Lotave married Janette Elizabeth Muir when she was 17 or 18 years of age.[18] Born in Edinburgh, Scotland, she was the niece of dean of the Glasgow Cathedral and the chaplain in ordinary to King George V, Rev. Dr. Pearson McAdam Muir. They lived in Denver and then in Santa Fe for several years while he made paintings for the Old Palace. He made a portrait of his wife, which is among the collection of the New Mexico Museum of Art.[19] Due to a difference in temperaments,[20] they divorced in 1909.[21] Janette married family friend John W. Springer in June 1915 after a two-year courtship.

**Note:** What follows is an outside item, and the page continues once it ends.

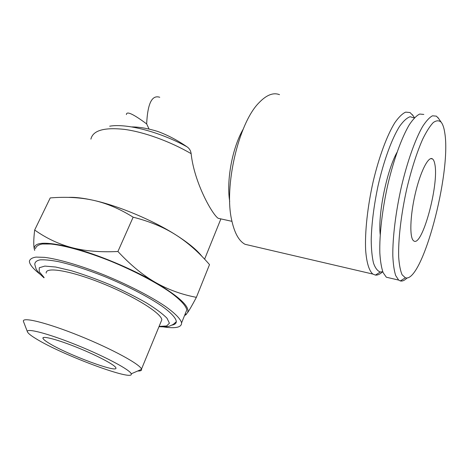 <?xml version="1.0" encoding="UTF-8"?>
<svg xmlns="http://www.w3.org/2000/svg" width="469" height="469" viewBox="0 0 469 469"><rect width="100%" height="100%" fill="white"/><g stroke="black" fill="none" stroke-linecap="round" stroke-linejoin="round"><path stroke-width="0.7" d="M48.735 343.032C45.264 340.91 43.336 339.345 42.96 338.342C41.753 335.423 57.564 339.533 77.461 347.593C97.353 355.613 115.04 365.029 115.855 367.796C118.985 373.822 66.844 354.453 48.735 343.032M279.518 94.662C273.304 92.246 266.468 94.937 259.011 102.734C238.445 123.101 223.678 187.225 231.827 220.752C234.611 233.245 239.02 241.095 245.053 244.296L251.226 245.733M229.704 201.482C226.251 180.635 232.278 147.905 243.124 129.303M413.101 115.726L410.029 112.542L405.65 112.126C402.343 113.639 398.773 117.121 394.933 122.567C387.136 135.025 379.011 156.828 373.148 181.644C367.538 206.618 364.829 231.879 365.627 249.813C366.524 262.546 369.074 270.806 372.832 274.066L375.423 275.092C377.656 275.303 380.066 274.189 382.651 271.756M414.309 117.954L410.146 116.722C406.934 117.807 403.416 121.008 399.6 126.325C391.82 138.648 383.63 161.072 377.938 186.304C373.881 205.774 371.641 223.508 371.208 239.501C371.296 249.156 372.064 257.041 373.512 263.162C375.3 268.133 377.563 271.076 380.312 271.997L382.757 271.721M396.956 152.443C386.691 170.88 377.897 214.304 380.201 234.559M423.818 114.43L419.679 114.049C416.525 115.597 413.089 119.132 409.378 124.648C401.822 137.253 393.808 159.267 387.91 184.294C382.241 209.485 379.327 234.922 379.831 252.938C380.347 261.297 381.449 267.875 383.144 272.677L386.327 277.208L390.261 278.129M438.644 118.563L436.405 116.154L432.488 115.808C429.481 117.391 426.18 120.967 422.587 126.548C415.247 139.281 407.344 161.5 401.405 186.721C395.689 212.105 392.576 237.701 392.817 255.793C393.192 264.182 394.153 270.777 395.695 275.573L398.65 280.081L400.327 280.937C402.379 281.423 404.659 280.398 407.162 277.871M444.776 132.926C444.049 127.931 442.865 124.373 441.218 122.262C439.031 120.252 436.387 120.345 433.292 122.532C429.979 125.985 426.45 131.519 422.698 139.141C416.877 152.355 411.612 168.723 406.916 188.233C401.13 213.934 398.122 239.741 398.679 257.03C399.23 264.938 400.379 270.859 402.126 274.799L405.392 277.806C422.194 283.446 451.565 172.926 444.776 132.926M434.851 164.261C434.353 161.459 433.555 159.671 432.471 158.903C428.414 155.79 420.271 171.836 415.159 194.166C409.988 216.461 409.478 238 413.611 240.785C421.83 248.412 439.242 184.821 434.851 164.261M126.39 114.577C126.483 110.836 133.243 113.955 146.668 123.933C147.6 103.538 151.956 94.656 159.741 97.276M149.101 129.104L146.668 123.933M131.631 126.917C139.059 126.894 147.747 128.395 157.701 131.431C167.685 135.107 177.44 140.225 186.955 146.779C189.347 148.356 190.742 150.655 191.141 153.668C194.148 182.476 212.228 214.474 218.173 218.296L231.95 221.339M220.518 218.818L218.173 218.296M34.671 230.021C46.238 238.223 58.607 244.079 71.763 247.603C45.493 241.207 33.047 241.846 34.413 249.52C33.463 245.85 33.551 239.348 34.671 230.021L50.23 197.924C66.094 196.628 80.592 197.443 93.712 200.374C118.768 205.938 152.654 220.178 175.541 234.711C187.887 242.549 196.581 249.643 201.629 255.986M117.918 251.49C130.476 264.967 142.981 275.28 155.427 282.42C131.637 268.585 96.954 254.134 71.763 247.603C84.895 251.085 100.284 252.381 117.918 251.49L133.143 217.188C119.929 208.922 106.785 203.317 93.712 200.374C83.376 198.059 74.934 197.062 68.386 197.385M196.376 297.34C192.167 305.29 189.154 310.507 187.33 312.999C190.713 307.377 180.078 297.182 155.427 282.42C167.931 289.561 181.579 294.538 196.376 297.34L209.514 264.604C198.856 252.269 187.53 242.303 175.541 234.711C163.587 227.154 149.459 221.315 133.143 217.188M184.845 314.787L186.902 313.579C185.8 314.986 185.062 315.514 184.692 315.168M34.659 250.399L34.413 249.52L34.677 250.364M36.16 338.817C31.024 335.716 28.134 333.412 27.472 331.911C25.414 327.638 47.75 333.336 76.541 344.991C105.314 356.592 130.405 370.059 131.197 373.822C134.656 381.983 62.336 355.068 36.16 338.817M137.71 370.997C140.501 371.114 141.779 370.563 141.55 369.332L141.486 369.126C140.36 364.472 112.15 349.006 79.572 335.868C46.982 322.672 21.627 316.493 23.45 321.435L27.472 331.911M160.885 322.051L161.817 319.799C161.477 313.356 134.638 296.437 102.781 283.604C70.925 270.695 45.294 266.415 46.208 273.087M40.187 274.312C33.264 268.93 29.658 264.622 29.383 261.38C29.793 259.169 32.009 257.739 36.025 257.088L44.508 257.358C58.455 259.081 80.48 265.501 104.018 274.898C127.58 284.536 150.039 296.086 164.678 305.911C174.914 313.087 180.618 318.926 181.585 322.871C181.714 327.403 175.594 328.74 163.23 326.881M172.012 325.105C174.755 324.577 176.197 323.434 176.332 321.681C176.074 318.164 171.138 312.747 161.688 305.97C148.093 296.66 126.683 285.574 104.141 276.352C86.906 269.558 71.722 264.668 58.584 261.679C50.752 260.189 44.561 259.586 40.006 259.873C36.482 260.653 34.747 262.194 34.794 264.493L36.101 269.013C38.3 272.108 36.676 271.141 43.986 277.812M35.445 248.769C35.931 246.395 38.218 244.8 42.292 243.991L50.834 244.027C64.839 245.457 86.812 251.654 110.215 260.987C133.63 270.572 155.872 282.238 170.306 292.298C180.389 299.662 185.953 305.729 186.803 309.927L185.448 313.286M90.898 139.135C92.897 130.458 104.042 127.205 124.344 129.368C144.112 132 170.171 141.445 191.141 153.668M186.955 146.779C159.906 131.836 126.524 123.189 109.676 126.202M44.127 277.507L39.173 271.715L39.29 267.746L44.842 266.087L55.694 267.031L71.118 270.66C83.3 274.342 96.221 279.008 109.887 284.648C123.353 290.622 135.5 296.684 146.322 302.827C155.843 308.731 162.743 313.867 167.011 318.24L169.42 323.229L166.595 325.973L159.091 326.406M43.318 337.563L42.96 338.342M245.053 244.296L372.832 274.066M414.49 117.76L412.374 114.665M380.312 271.997L375.423 275.092M386.327 277.208L398.65 280.081M441.218 122.262L437.952 117.578M405.392 277.806L400.327 280.937M430.747 158.628L432.471 158.903M204.601 259.181L220.887 218.9M131.197 373.822L141.55 369.332M141.486 369.126L161.817 319.799M181.585 322.871L186.803 309.927M158.991 326.653C163.552 327.034 167.116 326.834 169.684 326.055L173.307 324.384L176.332 321.681"/></g></svg>

His health declined after World War I and he moved to New York City where he lived throughout his latter years. Lotave was seriously ill and underwent surgery on July 30, 1924. He required nursing care from the time of the operation. He wrote a note to his friends on Christmas Day that expressed how alone and hopeless he felt. He committed suicide on December 27, 1924, in New York City in his studio and it was found that he had cancer. He was 46 years old.[22] His ashes were buried at the top of Pikes Peak in Colorado on June 4, 1925. A plaque bearing his name was erected at the summit.[23]